In the shaded regions of the schematic in Figure 5, the VBM is switched off ($i=1$ in Equation (3)), and in the remaining regions it is switched on ($i=2$ in Equation (3)). In regions 1a, 1b, and 1c, the VBM is switched off, and in regions 2a and 2b the VBM is switched on.

If there are no disturbances present, $F_{VBM}$ is sufficient to characterize the prototype depth acceleration, since it is the only force that can change the prototype vertical motion equilibrium. In real-world conditions, there are countless possible disturbances that may occur during an underwater mission such as load lifting, buoyancy trimming errors, and hull deformation, among others. This means that it is possible for a situation to occur where $F_{VBM}$ should lead to an expected output in terms of prototype acceleration but the existence of $F_{dist}$ leads to an unexpected prototype movement. To take disturbances into account, the vertical axis of the Figure 5 schematic represents the net force, $F_{net}$ ($F_{net}=F_{VBM}+F_{dist}$). Parameter $a$ is a depth deadband ($a>0$), meaning there is an admissible depth error in which the controller is switched off ($\left|E_Z\right|<a\to U=0$). Parameter $b$ is a band in $F_{net}$ ($b>0$) which ensures that when the system is switched off its natural dynamics lead to a decrease in the depth error magnitude. Considering that the system starts in region $2_a$, the depth error, $E_Z$, and net force, $F_{net}$, are positive. In this situation, the target depth reference is deeper than the current depth ($Z_{ref}>Z$), but the positive buoyancy would lead to a decrease in depth, which would increase $E_Z$. For this reason, the VBM should be switched on in this case, so that $U=-sign\left(E_Z\right)·U_{switch}$. Since $U$ will directly act on the derivative of $F_{VBM}$, as long as certain requirements, later detailed, are fulfilled, the value of $F_{net}$ will eventually decrease until the value $-b$ is reached and the depth error will eventually decrease. A similar line of thought can be followed for region $2_b$ of Figure 5 with $E_Z<0$, while keeping in mind that in this region the depth error and the net force are both negative. In regions $1_a$ and $1_b$, the depth error and the net volume have opposite signs; therefore, despite the VBM being turned off, the natural dynamics of the system will inevitably lower the error, leading the system to region $1_c$. The system cannot remain in a steady state inside region $1_c$, so it will eventually move to the other regions. From the description above, it is possible to infer that parameter a has a direct influence on the steady-state error.

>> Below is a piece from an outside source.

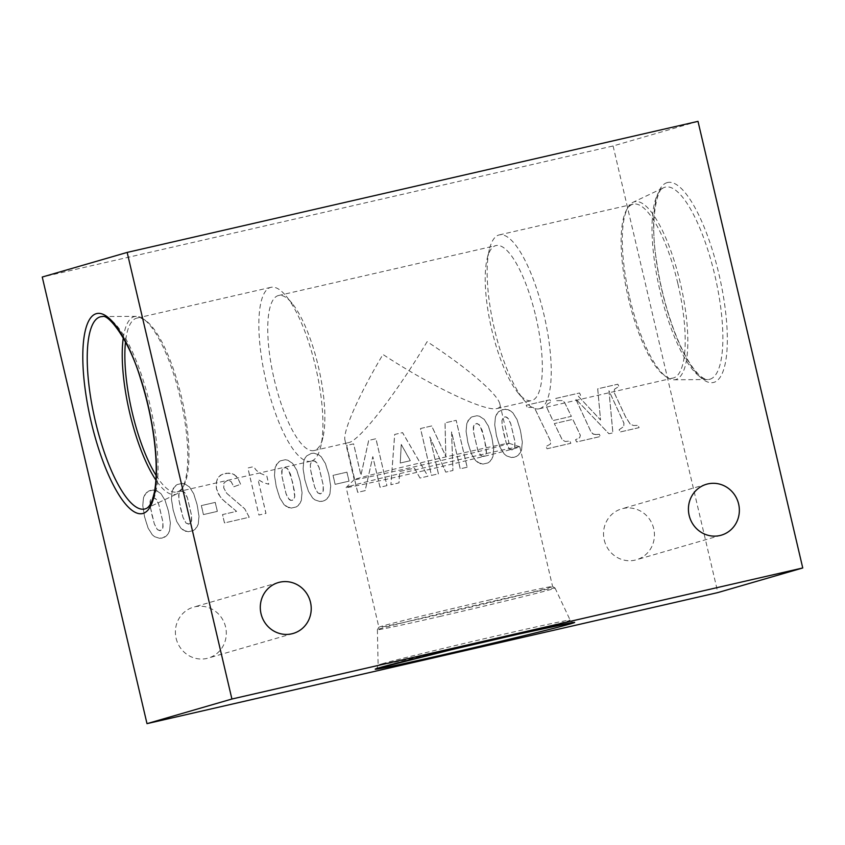 <?xml version="1.0" encoding="UTF-8"?>
<svg xmlns="http://www.w3.org/2000/svg" width="845" height="845" viewBox="0 0 845 845"><rect width="100%" height="100%" fill="white"/><g stroke="black" fill="none" stroke-linecap="round" stroke-linejoin="round"><path stroke-width="0.63" stroke-dasharray="4.22 3.17" d="M595.514 434.552L599.359 434.267L600.436 436.506L576.681 441.956L575.603 439.717L579.723 437.689L580.367 435.291L572.836 419.352L554.383 423.588L562.295 439.833L565.22 441.491L569.784 441.058L570.861 443.298L547.095 448.748L546.007 446.509L550.644 443.963L550.211 440.34L535.022 408.917L532.762 407.322L527.301 407.47L526.224 405.23L549.989 399.769L551.067 402.009L547.148 404.216L546.366 406.593L552.936 420.578L571.389 416.342L564.471 402.199L562.2 400.562L556.866 400.678L555.778 398.439L579.554 392.988L580.631 395.228L578.35 396.263L600.573 419.997L597.721 388.816L617.832 384.2L618.91 386.44L614.505 389.218L614.167 392.492L625.606 416.87L630.317 424.19L633.475 425.489L638.017 425.394L639.095 427.633L620.188 431.964L619.11 429.735L623.716 426.567L623.959 423.102L608.981 390.76L612.91 432.862L609.002 433.76L575.762 399.03L591.13 432.006L593.37 434.193L596.665 434.51M596.707 434.499L599.306 434.277L600.394 436.516L576.628 441.967L575.551 439.738L579.681 437.699L580.325 435.302L572.794 419.363L554.341 423.599L562.252 439.844L565.178 441.502L569.741 441.069L570.819 443.308L547.042 448.769L545.965 446.53L550.602 443.974L550.169 440.361L534.98 408.927L532.709 407.332L527.259 407.48L526.182 405.241L549.947 399.791L551.024 402.019L547.106 404.237L546.324 406.614L552.894 420.588L571.347 416.353L564.428 402.209L562.157 400.572L556.813 400.699L555.735 398.46L579.501 392.999L580.589 395.238L578.307 396.284L600.531 420.007L597.679 388.827L617.79 384.211L618.867 386.45L614.463 389.228L614.114 392.513L625.553 416.881L630.275 424.201L633.433 425.5L637.975 425.405L639.052 427.644L620.145 431.985L619.068 429.746L623.673 426.577L623.906 423.113L608.939 390.77L612.857 432.872L608.949 433.77L575.72 399.041L591.077 432.017L592.324 433.654L595.471 434.562M419.986 478.048L414.441 468.13L399.685 471.51L398.956 482.875L390.886 484.724L394.657 434.446L402.537 432.64L427.887 476.231L419.986 478.048L414.494 468.119L399.738 471.499L398.998 482.865L390.929 484.713L394.71 434.436L402.59 432.619L427.94 476.221L420.028 478.038M386.904 485.643L379.965 487.238L372.803 456.659L365.135 490.639L357.646 492.36L346.651 445.473L353.58 443.878L360.921 475.186L368.663 440.414L375.898 438.756L386.947 485.632L380.018 487.216L372.846 456.638L365.177 490.628L357.699 492.339L346.693 445.452L353.622 443.868L360.973 475.175L368.716 440.403L375.951 438.745L386.947 485.632M154.561 536.67L152.237 534.748L148.044 528.009L144.569 516.929L142.742 505.437L143.513 497.547L146.396 492.677L148.466 491.146L153.558 489.984L156.082 490.449L160.835 493.564L165.029 500.293L168.493 511.331L170.341 522.928L169.57 530.818L168.324 533.533L166.676 535.656L162.134 538.085L159.515 538.339L154.561 536.67L152.28 534.737L148.086 527.998L144.611 516.908L142.784 505.416L143.555 497.536L144.791 494.79L148.509 491.135L150.98 490.216L156.124 490.438L158.554 491.632L160.877 493.554L165.071 500.272L168.535 511.32L170.384 522.918L169.613 530.808L166.718 535.645L164.659 537.156L159.557 538.328L154.614 536.659M183.207 530.1L180.872 528.178L176.679 521.439L173.204 510.348L171.377 498.856L172.148 490.966L173.383 488.23L177.101 484.576L182.193 483.403L184.717 483.879L189.47 486.995L193.663 493.712L197.128 504.761L198.976 516.358L198.205 524.249L196.969 526.963L193.241 530.597L188.15 531.758L185.625 531.294L180.914 528.167L176.721 521.428L173.246 510.338L171.429 498.846L172.19 490.956L175.084 486.086L177.144 484.565L182.245 483.393L184.759 483.868L189.512 486.984L193.706 493.702L197.17 504.74L199.019 516.348L198.258 524.238L195.353 529.065L193.294 530.586L188.192 531.748L183.249 530.079M314.889 499.86L312.565 497.948L308.362 491.209L304.887 480.118L303.07 468.626L303.83 460.736L305.077 458.001L306.724 455.867L311.266 453.427L313.886 453.173L318.829 454.842L321.153 456.765L325.346 463.482L328.811 474.52L330.659 486.128L329.899 494.019L328.652 496.733L324.934 500.367L322.452 501.275L319.832 501.529L314.889 499.86L312.608 497.927L308.404 491.188L304.939 480.108L303.112 468.616L303.883 460.726L305.119 457.99L306.767 455.856L311.309 453.416L313.928 453.163L318.871 454.832L321.206 456.744L325.399 463.472L328.853 474.51L330.701 486.107L329.941 493.998L327.047 498.835L324.976 500.346L319.885 501.518L314.932 499.849M266.819 476.094L268.731 484.259L263.207 482.579L258 479.537L265.943 513.411L258.897 515.028L247.86 467.982L253.563 466.672L256.193 470.211L259.679 473.052L266.862 476.084L268.784 484.238L263.249 482.569L258.042 479.527L265.985 513.401L258.94 515.017L247.902 467.972L253.606 466.662L256.236 470.2L259.721 473.042L266.862 476.084M215.221 502.405L217.323 511.394L203.434 514.584L201.332 505.595L215.264 502.395L217.376 511.383L203.487 514.573L201.374 505.585L215.264 502.395M176.119 638.302A26.512 25.382 73.8 0 0 208.229 658.086A26.512 25.382 73.8 0 0 225.224 625.564A26.512 25.382 73.8 0 0 193.473 607.164A26.512 25.382 73.8 0 0 176.119 638.302M604.249 540.018A26.512 25.382 73.8 0 0 636.359 559.791A26.512 25.382 73.8 0 0 653.354 527.269A26.512 25.382 73.8 0 0 621.603 508.88A26.512 25.382 73.8 0 0 604.249 540.018M698.002 121.353L613.09 145.974L42.25 277.033M613.09 145.974L717.838 592.588M346.904 472.175L349.017 481.164L335.127 484.354L333.014 475.365L346.946 472.165L349.059 481.143L335.169 484.333L333.057 475.344L346.946 472.165M506.514 455.867L504.19 453.945L499.986 447.216L496.511 436.126L494.695 424.634L495.466 416.743L498.349 411.874L500.409 410.353L505.511 409.181L510.454 410.85L512.788 412.772L516.982 419.49L520.435 430.527L522.284 442.125L521.523 450.015L520.277 452.74L516.559 456.374L514.077 457.282L511.468 457.536L506.514 455.867L504.233 453.934L500.039 447.195L496.564 436.115L494.737 424.612L495.508 416.733L496.744 413.997L498.392 411.864L502.933 409.413L508.077 409.635L510.496 410.839L512.83 412.751L517.024 419.479L520.488 430.517L522.337 442.115L521.566 450.005L518.672 454.842L516.601 456.353L511.51 457.525L506.556 455.856M477.879 462.447L475.555 460.525L471.352 453.786L467.876 442.695L466.06 431.203L466.82 423.324L468.067 420.578L471.774 416.923L476.876 415.751L479.39 416.226L484.143 419.342L488.336 426.06L491.801 437.108L493.649 448.706L492.888 456.596L491.642 459.31L487.924 462.944L482.822 464.116L480.309 463.641L475.598 460.514L471.394 453.776L467.929 442.685L466.102 431.193L466.873 423.303L469.757 418.433L471.827 416.912L476.918 415.74L479.442 416.215L484.196 419.331L488.389 426.049L491.853 437.087L493.702 448.695L492.931 456.585L490.037 461.412L487.966 462.933L482.875 464.095L477.921 462.426M286.254 506.44L283.92 504.518L279.727 497.779L276.252 486.688L274.424 475.196L275.195 467.317L276.431 464.57L280.149 460.916L285.24 459.743L287.765 460.219L292.518 463.335L296.711 470.052L300.176 481.101L302.024 492.698L301.253 500.589L300.017 503.303L296.299 506.937L291.198 508.109L288.673 507.634L283.973 504.507L279.769 497.768L276.294 486.678L274.477 475.186L275.238 467.296L278.132 462.426L280.191 460.905L285.293 459.733L287.807 460.208L292.571 463.324L296.764 470.042L300.218 481.09L302.066 492.688L301.306 500.578L298.401 505.405L296.341 506.926L291.24 508.088L286.297 506.419M234.34 474.626L237.889 478.354L240.624 484.269L233.811 486.773L231.076 481.618L229.217 480.594L227.041 480.615L223.946 482.981L223.714 487.914L226.65 493.269L244.691 508.806L249.233 517.246L224.464 522.939L222.499 514.584L236.547 511.362L222.108 499.131L218.517 494.23L216.457 488.832L216.077 483.868L217.292 479.136L220.26 475.355L225.108 473.2L232.28 473.549L236.262 476.2L237.941 478.333L240.677 484.259L233.864 486.762L231.129 481.608L229.27 480.583L227.083 480.604L223.988 482.96L223.756 487.903L226.692 493.258L244.733 508.796L249.275 517.235L224.506 522.918L222.552 514.573L236.589 511.352L224.971 501.75L220.154 496.712L216.51 488.811L216.531 481.46L218.58 477.034L222.488 474.066L230.093 472.936L234.382 474.615M467.137 467.222L460.208 468.817L451.547 431.869L452.92 470.485L445.759 472.133L429.746 436.876L438.407 473.813L431.478 475.408L420.483 428.521L431.658 425.954L445.822 456.437L445.009 422.891L456.142 420.335L467.137 467.222L460.25 468.795L451.589 431.858L452.962 470.475L445.801 472.112L429.788 436.865L438.449 473.802L431.52 475.397L420.525 428.51L431.71 425.943L445.864 456.427L445.061 422.87L456.184 420.324L467.179 467.211M453.723 455.096A79.525 1.246 166.8 0 0 354.245 479.622A79.525 1.246 166.8 0 0 354.224 479.654A79.525 1.246 166.8 0 0 431.932 462.711A79.525 1.246 166.8 0 0 509.07 443.34A79.525 1.246 166.8 0 0 509.039 443.308A79.525 1.246 166.8 0 0 453.723 455.096M427.116 341.665C397.076 392.64 359.421 441.079 348.636 442.611C346.682 443.044 345.468 442.294 345.003 440.34C342.563 431.721 358.745 395.122 382.965 354.467C431.552 386.45 485.558 412.054 497.04 408.536C499.469 407.966 500.409 406.456 499.849 404.026C497.958 394.171 466.958 367.607 427.116 341.665M400.224 463.028L410.311 460.715L401.227 444.47L400.224 463.028L410.353 460.705L401.28 444.449L400.266 463.018M509.292 448.832L511.827 449.899L514.066 448.684L515.017 446.202L514.816 441.164L510.707 423.62L507.665 417.895L506.166 416.955L504.116 417.05L501.941 420.535L502.152 425.584L506.261 443.107L509.292 448.832L512.397 449.815L514.679 447.596L514.858 441.143L510.75 423.609L508.679 418.983L505.701 416.828L502.933 418.032L501.993 420.514L502.205 425.574L503.947 434.414L506.313 443.086L509.334 448.811M317.657 492.825L320.192 493.902L322.431 492.677L323.392 490.195L323.191 485.157L319.083 467.612L316.041 461.888L314.541 460.947L312.492 461.043L310.316 464.528L310.527 469.577L314.636 487.1L317.657 492.825L320.773 493.807L323.054 491.589L323.234 485.146L319.125 467.602L317.055 462.975L314.076 460.821L311.309 462.025L310.358 464.518L310.569 469.566L312.323 478.407L314.678 487.079L317.709 492.804M311.245 461.116A89.211 25.751 77.1 0 1 310.833 461.222A89.211 25.751 77.1 0 1 266.112 381.454A89.211 25.751 77.1 0 1 270.907 287.332A89.211 25.751 77.1 0 1 286.191 296.172A89.211 25.751 77.1 0 1 320.73 446.604A89.211 25.751 77.1 0 1 311.245 461.116M274.224 379.426A79.525 22.952 -102.9 0 0 314.097 450.533A79.525 22.952 -102.9 0 0 322.917 437.499A79.525 22.952 -102.9 0 0 318.375 366.624A79.525 22.952 -102.9 0 0 292.138 303.408A79.525 22.952 -102.9 0 0 278.512 295.518A79.525 22.952 -102.9 0 0 274.224 379.426M156.135 475.439A89.211 25.751 -102.9 0 0 176.869 491.98A89.211 25.751 -102.9 0 0 183.502 486.202A89.211 25.751 -102.9 0 0 182.002 399.273A89.211 25.751 -102.9 0 0 145.435 320.392A89.211 25.751 -102.9 0 0 136.943 318.079A89.211 25.751 -102.9 0 0 125.504 342.003M123.275 337.937A91.239 26.332 77.1 0 1 136.288 316.347A91.239 26.332 77.1 0 1 143.28 318.903A91.239 26.332 77.1 0 1 180.344 398.122A91.239 26.332 77.1 0 1 182.214 488.484A91.239 26.332 77.1 0 1 177.027 493.829A91.239 26.332 77.1 0 1 175.844 494.283A91.239 26.332 77.1 0 1 155.902 480.076M539.575 408.695A89.211 25.751 -102.9 0 0 543.969 314.678A89.211 25.751 -102.9 0 0 499.247 234.91A89.211 25.751 -102.9 0 0 489.35 249.528A89.211 25.751 -102.9 0 0 523.889 399.96A89.211 25.751 -102.9 0 0 539.173 408.8A89.211 25.751 -102.9 0 0 539.575 408.695M535.857 316.695A79.525 22.952 77.1 0 1 531.568 400.604A79.525 22.952 77.1 0 1 517.953 392.724A79.525 22.952 77.1 0 1 487.164 258.633A79.525 22.952 77.1 0 1 495.983 245.589A79.525 22.952 77.1 0 1 535.857 316.695M677.933 283.92A89.211 25.751 77.1 0 1 673.138 378.042A89.211 25.751 77.1 0 1 664.645 375.74A89.211 25.751 77.1 0 1 628.078 296.859A89.211 25.751 77.1 0 1 626.578 209.93A89.211 25.751 77.1 0 1 633.211 204.152A89.211 25.751 77.1 0 1 677.933 283.92M629.736 298.01A91.239 26.332 -102.9 0 0 666.8 377.229A91.239 26.332 -102.9 0 0 673.803 379.785A91.239 26.332 -102.9 0 0 675.905 379.479A91.239 26.332 -102.9 0 0 680.394 283.318A91.239 26.332 -102.9 0 0 633.053 202.293A91.239 26.332 -102.9 0 0 627.867 207.648A91.239 26.332 -102.9 0 0 629.736 298.01M349.724 486.276A89.211 1.394 -13.2 0 1 457.736 459.986A89.211 1.394 -13.2 0 1 519.791 446.762A89.211 1.394 -13.2 0 1 519.823 446.794A89.211 1.394 -13.2 0 1 433.295 468.521A89.211 1.394 -13.2 0 1 346.123 487.533A89.211 1.394 -13.2 0 1 346.144 487.491A89.211 1.394 -13.2 0 1 349.724 486.276M490.522 599.728A89.211 1.394 166.8 0 0 378.909 627.254A89.211 1.394 166.8 0 0 378.898 627.275A89.211 1.394 166.8 0 0 466.07 608.263A89.211 1.394 166.8 0 0 552.609 586.536A89.211 1.394 166.8 0 0 552.588 586.514A89.211 1.394 166.8 0 0 490.522 599.728M440.889 616.227A91.239 1.426 -13.2 0 1 377.388 629.715A91.239 1.426 -13.2 0 1 377.388 629.694A91.239 1.426 -13.2 0 1 381.074 628.437A91.239 1.426 -13.2 0 1 491.547 601.545A91.239 1.426 -13.2 0 1 555.028 588.035A91.239 1.426 -13.2 0 1 555.049 588.046A91.239 1.426 -13.2 0 1 440.889 616.227M480.647 455.402L482.664 456.458L484.217 456.247L486.382 452.783L484.438 438.893L480.002 425.574L477.024 423.408L474.256 424.612L473.306 427.105L473.517 432.154L477.626 449.677L479.685 454.304L482.199 456.321L485.114 455.656L486.424 452.762L486.224 447.723L482.115 430.179L479.073 424.454L476.031 423.451L473.728 425.679L473.57 432.144L477.678 449.667L480.699 455.392M185.974 523.055L188.509 524.132L190.748 522.907L191.699 520.435L191.509 515.387L187.389 497.853L184.347 492.117L181.305 491.114L179.003 493.343L178.844 499.807L182.953 517.33L185.974 523.055L189.079 524.048L191.361 521.819L191.551 515.376L187.432 497.832L185.372 493.205L182.393 491.051L179.626 492.255L178.675 494.747L178.887 499.796L180.64 508.637L182.995 517.32L186.016 523.044M289.022 499.395L290.522 500.335L292.581 500.24L294.757 496.775L292.814 482.886L288.367 469.566L285.399 467.412L282.631 468.605L281.681 471.098L281.892 476.157L286.001 493.67L288.06 498.296L291.081 500.441L293.49 499.648L294.799 496.754L294.599 491.716L290.49 474.182L287.448 468.447L284.406 467.443L282.103 469.672L281.934 476.136L286.043 493.66L289.064 499.384M157.339 529.625L159.874 530.702L162.113 529.488L163.064 527.005L162.863 521.957L158.754 504.423L155.712 498.698L152.67 497.684L150.368 499.923L150.209 506.387L154.318 523.9L157.339 529.625L160.444 530.618L162.726 528.4L162.916 521.946L158.797 504.412L156.726 499.786L153.748 497.631L150.991 498.825L150.04 501.317L150.252 506.377L152.005 515.218L154.36 523.889L157.381 529.614M136.288 316.347L102.393 316.569A98.611 28.466 77.1 0 1 150.378 406.529A98.611 28.466 77.1 0 1 146.438 508.405L177.027 493.829M709.958 379.225A98.611 28.466 -102.9 0 0 714.828 275.29A98.611 28.466 -102.9 0 0 664.93 187.231A98.611 28.466 -102.9 0 0 663.652 187.717A98.611 28.466 -102.9 0 0 659.702 289.603A98.611 28.466 -102.9 0 0 707.687 379.553A98.611 28.466 -102.9 0 0 709.958 379.225M667.032 182.657A102.604 29.617 77.1 0 1 726.837 325.325A102.604 29.617 77.1 0 1 677.51 339.627A102.604 29.617 77.1 0 1 667.032 182.657M382.109 663.79A98.611 1.542 -13.2 0 1 487.639 637.933A98.611 1.542 -13.2 0 1 570.143 620.135A98.611 1.542 -13.2 0 1 566.161 621.54A98.611 1.542 -13.2 0 1 460.324 647.471A98.611 1.542 -13.2 0 1 378.127 665.173A98.611 1.542 -13.2 0 1 382.109 663.79M345.003 440.34L354.224 479.654M499.849 404.026L509.07 443.34M292.138 303.408L286.191 296.172M322.917 437.499L320.73 446.604M270.907 287.332L136.943 318.079M310.833 461.222L176.869 491.98M145.435 320.392L143.28 318.903M183.502 486.202L182.214 488.484M517.953 392.724L523.889 399.96M487.164 258.633L489.35 249.528M314.097 450.533L348.636 442.611M497.04 408.536L531.568 400.604M278.512 295.518L495.983 245.589M539.173 408.8L673.138 378.042M499.247 234.91L633.211 204.152M673.803 379.785L707.687 379.553C705.089 379.532 701.963 377.726 698.308 374.124L693.565 368.589C686.763 359.526 680.204 346.619 673.877 329.867C665.712 307.77 659.892 284.512 656.396 260.08C649.657 219.584 657.347 187.421 663.652 187.717L633.053 202.293M664.645 375.74L666.8 377.229M626.578 209.93L627.867 207.648M354.245 479.622L346.144 487.491L378.898 627.275M509.039 443.308L519.791 446.762M519.823 446.794L552.609 586.536M377.388 629.715L378.127 665.173C376.902 668.384 376.194 669.589 376.014 668.786M555.049 588.046L570.143 620.135C572.297 622.279 573.459 623.05 573.649 622.438M378.909 627.254L377.388 629.694M552.588 586.514L555.028 588.035M278.375 582.554L193.473 607.164M293.141 633.465L208.229 658.086M706.504 484.259L621.603 508.88M721.271 535.181L636.359 559.791"/><path stroke-width="1.27" d="M717.838 592.588L146.998 723.647L231.91 699.026L802.75 567.967L717.838 592.588M802.75 567.967L698.002 121.353L127.162 252.412L42.25 277.033L146.998 723.647M125.504 342.003A89.211 25.751 -102.9 0 0 132.147 412.212A89.211 25.751 -102.9 0 0 156.135 475.439M155.902 480.076A91.239 26.332 77.1 0 1 129.686 412.814A91.239 26.332 77.1 0 1 123.275 337.937M261.02 613.692A26.512 25.382 73.8 0 0 293.141 633.465A26.512 25.382 73.8 0 0 310.136 600.943A26.512 25.382 73.8 0 0 278.375 582.554A26.512 25.382 73.8 0 0 261.02 613.692M689.15 515.397A26.512 25.382 73.8 0 0 721.271 535.181A26.512 25.382 73.8 0 0 738.266 502.648A26.512 25.382 73.8 0 0 706.504 484.259A26.512 25.382 73.8 0 0 689.15 515.397M127.162 252.412L231.91 699.026M145.15 508.901A98.611 28.466 77.1 0 1 95.263 420.831A98.611 28.466 77.1 0 1 100.122 316.896A98.611 28.466 77.1 0 1 102.393 316.569C107.938 313.558 128.884 339.151 140.471 378.528C147.991 402.03 152.892 425.51 155.184 448.948C156.8 466.789 156.526 481.259 154.36 492.371L152.501 499.427C150.79 504.264 148.762 507.253 146.438 508.405A98.611 28.466 77.1 0 1 145.15 508.901M96.193 313.706A102.604 29.617 -102.9 0 0 106.671 470.686A102.604 29.617 -102.9 0 0 155.998 456.384A102.604 29.617 -102.9 0 0 96.193 313.706M570.628 623.821A102.604 1.605 166.8 0 0 451.674 649.647A102.604 1.605 166.8 0 0 402.336 663.948A102.604 1.605 166.8 0 0 570.628 623.821M376.205 668.691L451.019 649.805L520.097 633.739L573.438 622.427"/></g></svg>

Table 1. VSC decision table.

Regions	${\mathit{E}}_{\mathit{Z}}$	${\mathit{F}}_{\mathit{n}\mathit{e}\mathit{t}}$	Decision	i	$\mathbf{Control}\mathbf{Action},\mathit{U}$
$1_c$	$-a<E_Z<a$	$F_{net}$	OFF	1	$0$
$2_a$	$E_Z>a$	$F_{net}\ge -b$	ON	2	$-U_{switch}$
$1_a$	$E_Z>a$	$F_{net}<-b$	OFF	1	$0$
$1_b$	$E_Z<-a$	$F_{net}>b$	OFF	1	$0$
$2_b$	$E_Z<-a$	$F_{net}\le b$	ON	2	$U_{switch}$

presents the different VSC decisions and control action, $U$, according to each region in the schematic of Figure 5.

4. Proof of Stability of the Closed-Loop System

4.1. Outline of the Proof of Stability

In Section 4 it will be proven that system (4) with the control action (3) and the switching decision presented in Table 1 is stable for constant depth references, $Z_{ref}$, and constant external disturbances, $F_{dist\_ext}$, as long as $U_{switch}$ remains within bounds to be determined. The proof of stability of the controller will be divided into three parts.

In part 1 it will be shown that the following condition is valid for system (4):

Condition 1: If $F_{net}$ is bounded, then ${\dot{E}}_Z=-V_Z$ is also bounded.

In part 2 it will be shown that for system (4) with the control action (3) and the switching decision presented in Table 1, the following condition is valid:

Condition 2: As long as $U_{switch}$ in (3) is higher than a lower bound to be determined, when the system (4) is in region 2a, ${\dot{F}}_{net}\le -\eta$, $\eta >0$, and when the system (4) is in region 2b, ${\dot{F}}_{net}\ge \eta$.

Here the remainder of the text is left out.